Important question. I guess the attached slide deck may in part provide an answer. It is freely available from the web.

Best

Thank you for this interesting slides on FDA position.I noticed the following statement which requires further explanation: "FDA approval of an Investigational Device Exemption (IDE) is required for US human study of a significant risk device which is not approved for the indication being studied." How do you interpret this positioning?

My interpretation is if a significant risk device is approved for one indication and another indication is pursued with the same device an IDE could be requested to the FDA.

Do you think the same goes for a new medical device with significant risks if a predicate already exists on the market (in the United States or elsewhere)?

About this I'm not really sure.

It may works if the predicate is on the market in US but surely not if it is on the market elsewhere.

An SR determination (and the risk to human subjects) isn't based on the device per se, so a change in indication could certainly change a study from SR to NSR. For example, an extended wear contact lens (ie, a lens worn overnight) would be considered as SR, whereas if used for daily wear the very same device would be NSR. Or a device used in a coronary artery considered as SR might be considered as NSR when indicated for use in a peripheral vein.

As noted by the FDA, "The risk determination should be based on the proposed use of a device in an investigation, and not on the device alone.

Studies where the potential harm to subjects could be life threatening, could result in permanent impairment of a body function or permanent damage to body structure, or could necessitate medical or surgical intervention to preclude permanent impairment of a body function or permanent damage to body structure should be considered SR." [https://www.fda.gov/regulatory-information/search-fda-guidance-documents/significant-risk-and-nonsignificant-risk-medical-device-studies]

With regards to a predicate device - implying a device would be cleared by a premarket notification (ie, FD&CA section 510k) - such comparison must be based, in part, on the same Indications for Use, hence more than likely an SR/NSR determination would follow suit.

In answer to the original titled question, clinical evaluation might be based in part on the risk, but also on the scientific question or clinical objectives that are posed.
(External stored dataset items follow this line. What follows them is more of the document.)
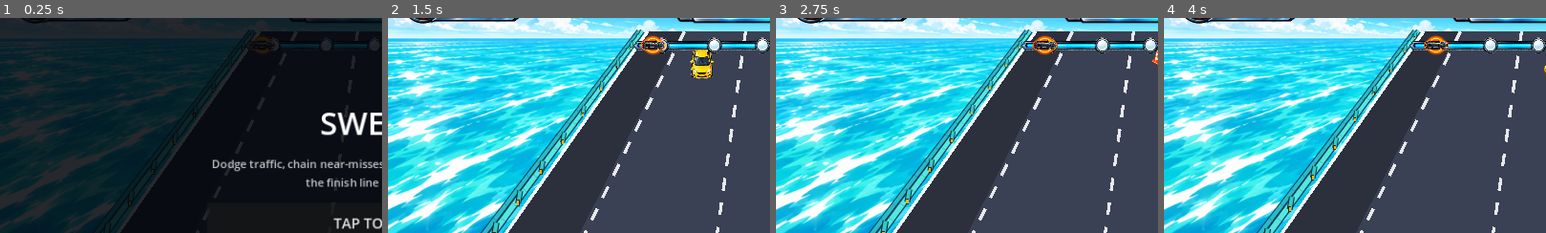
Above: before the commit, frames 1-4 (left to right).
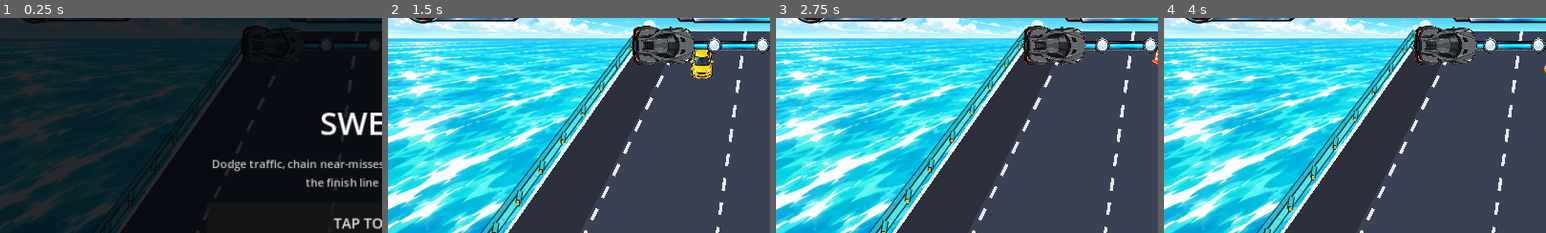
Above: after the commit, the same moments.

Repository: kjs8806/swerve
Game: Godot game, scene res://scenes/Main.tscn
Same seed, same stepped clock (60 frames per second), same inputs: the game is played once before the commit and once after it.
Inputs:
- Up to frame 1 (0.25 s): no input
- Up to frame 2 (1.5 s): click "TAP TO START" at 0.5 s; tap Enter at 1.25, 1.35 s; hold Right from 1.28 s (still down)
- Up to frame 3 (2.75 s): tap Space at 1.52, 2.27 s; release Right at 2.03 s; hold Left from 2.03 s (still down); tap Enter at 2.1 s
- Up to frame 4 (4 s): release Left at 2.78 s; hold Right from 2.78 s (still down); tap Enter at 2.85, 3.6 s; tap Space at 3.77 s
The pictures show only the part of the screen within x 0-50%, y 11-61%; the shares and areas given below are measured in that part.

The runs differ from the first frame. In frame 1, 0.5% of the frame differs, in the area x 63-80%, y 3-22%; in frame 2, 2.3%, in the area x 63-81%, y 3-22%; in frame 3, 2.3%; in frame 4, 2.3%.

Commit message:
Recreate the progress-car icon and swap in the punchier Swerve! take
Regenerated the HUD progress-bar car icon from scratch to get rid of the
baked-in orange glow ring, keeping the rear orange/red taillights and
widening the silhouette so it reads more clearly against the track.
Re-tuned the PlayerMarker box in Main.tscn to match the new art's aspect
ratio and centered it on the progress track tube.

Also swapped the "Swerve!" combo callout to the punchier 1.2s take, and
ignored Godot's per-asset .import cache files, which were never tracked.

Co-Authored-By: Claude Sonnet 5 <noreply@anthropic.com>
Claude-Session: https://claude.ai/code/session_01QqagUjceaYyhY4xqvSyKnT

Diff:
--- a/godot/scenes/Main.tscn
+++ b/godot/scenes/Main.tscn
@@ -103,9 +103,9 @@
 
 [node name="PlayerMarker" type="TextureRect" parent="HUD/Root/ProgressTrack"]
 offset_left = 4.0
-offset_top = 3.0
-offset_right = 58.0
-offset_bottom = 51.0
+offset_top = 2.5
+offset_right = 84.0
+offset_bottom = 51.5
 texture = ExtResource("5_car")
 expand_mode = 1
 stretch_mode = 5
Binary file changed: godot/assets/hud/progress-car-hd.png
Binary file changed: godot/assets/hud/progress-car.png
Not shown, changed: godot/.gitignore
Not shown, changed: godot/assets/audio/combo-voice/callout-10-swerve.wav
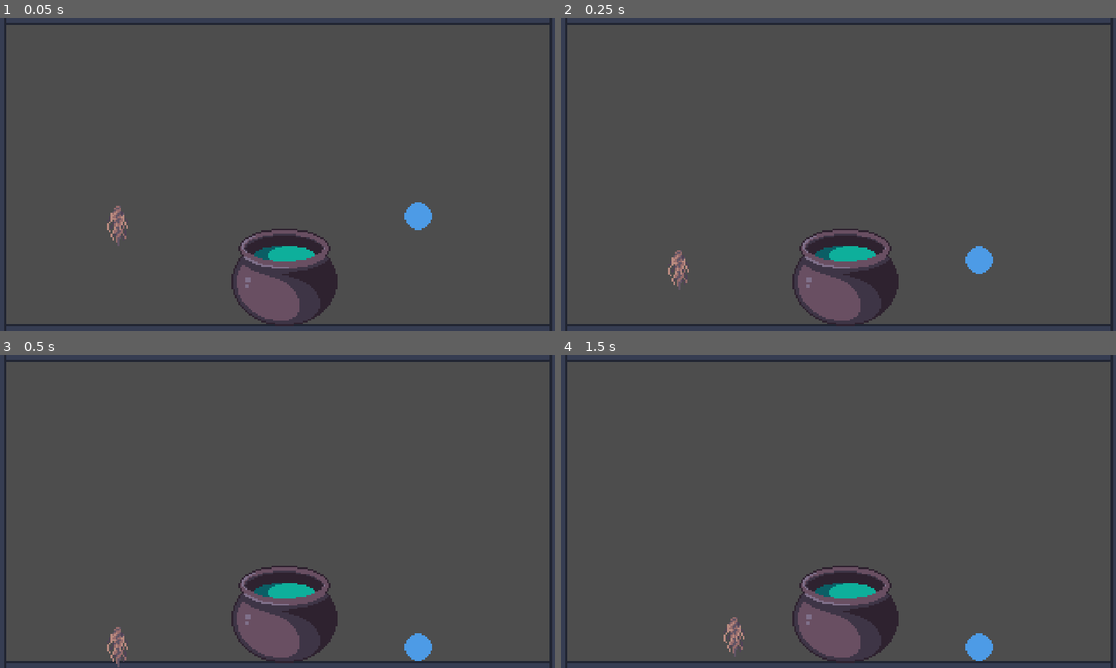
Above: before the commit, frames 1-4 (two rows, left to right).
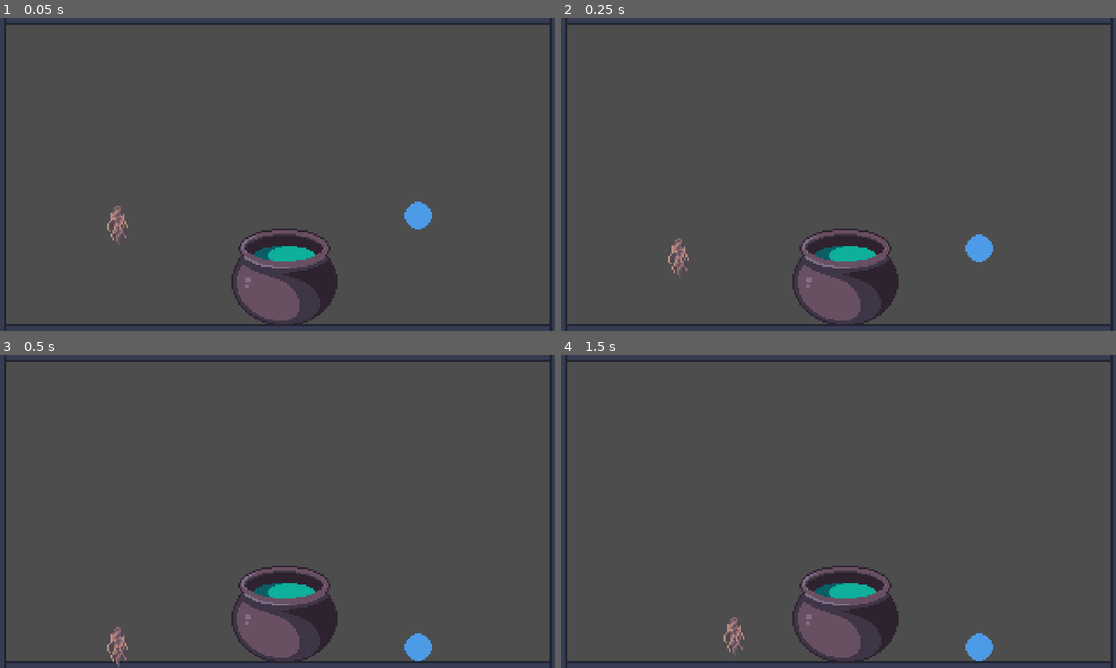
Above: after the commit, the same moments.

Repository: HuskyGameDev/2024s-team3
Game: Godot game, scene res://Levels/Main.tscn
Two runs of this game, one before a commit and one after it. Both use one fixed random seed, a clock stepped at 60 frames per second and the inputs below. The engine's default icon, where the game draws it, is replaced by a stand-in: a white triangle on a blue panel in a dark square.
Inputs (mouse positions are in pixels of both pictures, inside the frame that each line leads up to):
- Up to frame 1 (0.05 s): no input
- Up to frame 2 (0.25 s): no input
- Up to frame 3 (0.5 s): no input
- Up to frame 4 (1.5 s): drag from (844, 611) to (894, 442) at 0.52 s; tap Enter at 1.25 s; drag from (683, 646) to (844, 611) at 1.27 s

The runs differ from the first frame. In frame 1, less than 0.1% of the frame differs, in the area x 19-78%, y 58-72%; in frame 2, 0.6%, in the area x 19-78%, y 69-86%; in frame 3, nothing differs; in frame 4, nothing differs.

Commit message:
use project wide gravity scale instead of setting it by object

Diff:
--- a/Objects/DraggableObject.tscn
+++ b/Objects/DraggableObject.tscn
@@ -11,7 +11,6 @@
 [node name="DraggableObject" type="RigidBody2D" groups=["pickable"]]
 input_pickable = true
 physics_material_override = SubResource("PhysicsMaterial_xvb2h")
-gravity_scale = 5.513
 script = ExtResource("1_y7la7")
 
 [node name="DraggableSprite" type="Sprite2D" parent="."]
--- a/project.godot
+++ b/project.godot
@@ -29,6 +29,10 @@
 ]
 }
 
+[physics]
+
+2d/default_gravity=4000.0
+
 [rendering]
 
 textures/canvas_textures/default_texture_filter=0

A NSR device might very well have a very comprehensive clinical evaluation (eg, statistical analysis), yet not present a significant high risk profile.

@Jack Douglas, Thank you for that answer. It is very interesting to take into account the indication which can transform the level of risk of the same medical device according to its use. Could the risk also vary according to the technological environment of the place where the new device would be used, or according to the operator's expertise or qualification? and how to take it into account ?

Risk management should take into account all sources of potential hazard to the health and safety of a patient, including user expertise (eg, education), training (eg, company device training) and environment (eg, is the clinical lab adequately equipped?). Normally this is required to qualify a user prior to participating in a clinical study, or as a condition for device purchase after market approval. Of course this hasn't been ideal as many adverse events occur due to user error. It should be noted here that another obvious source of risk is the state of disease itself. Devices and training might be optimal, yet the patient's anatomy and disease can present treatment challenges.

To fully clarify the question " Do you think it is necessary to distinguish different clinical study methods for the authorization of new medical devices to be marketed according to their level of risk? ", note that most medical devices do not require clinical study data, ie, most can be safely marketed using other means of evaluation.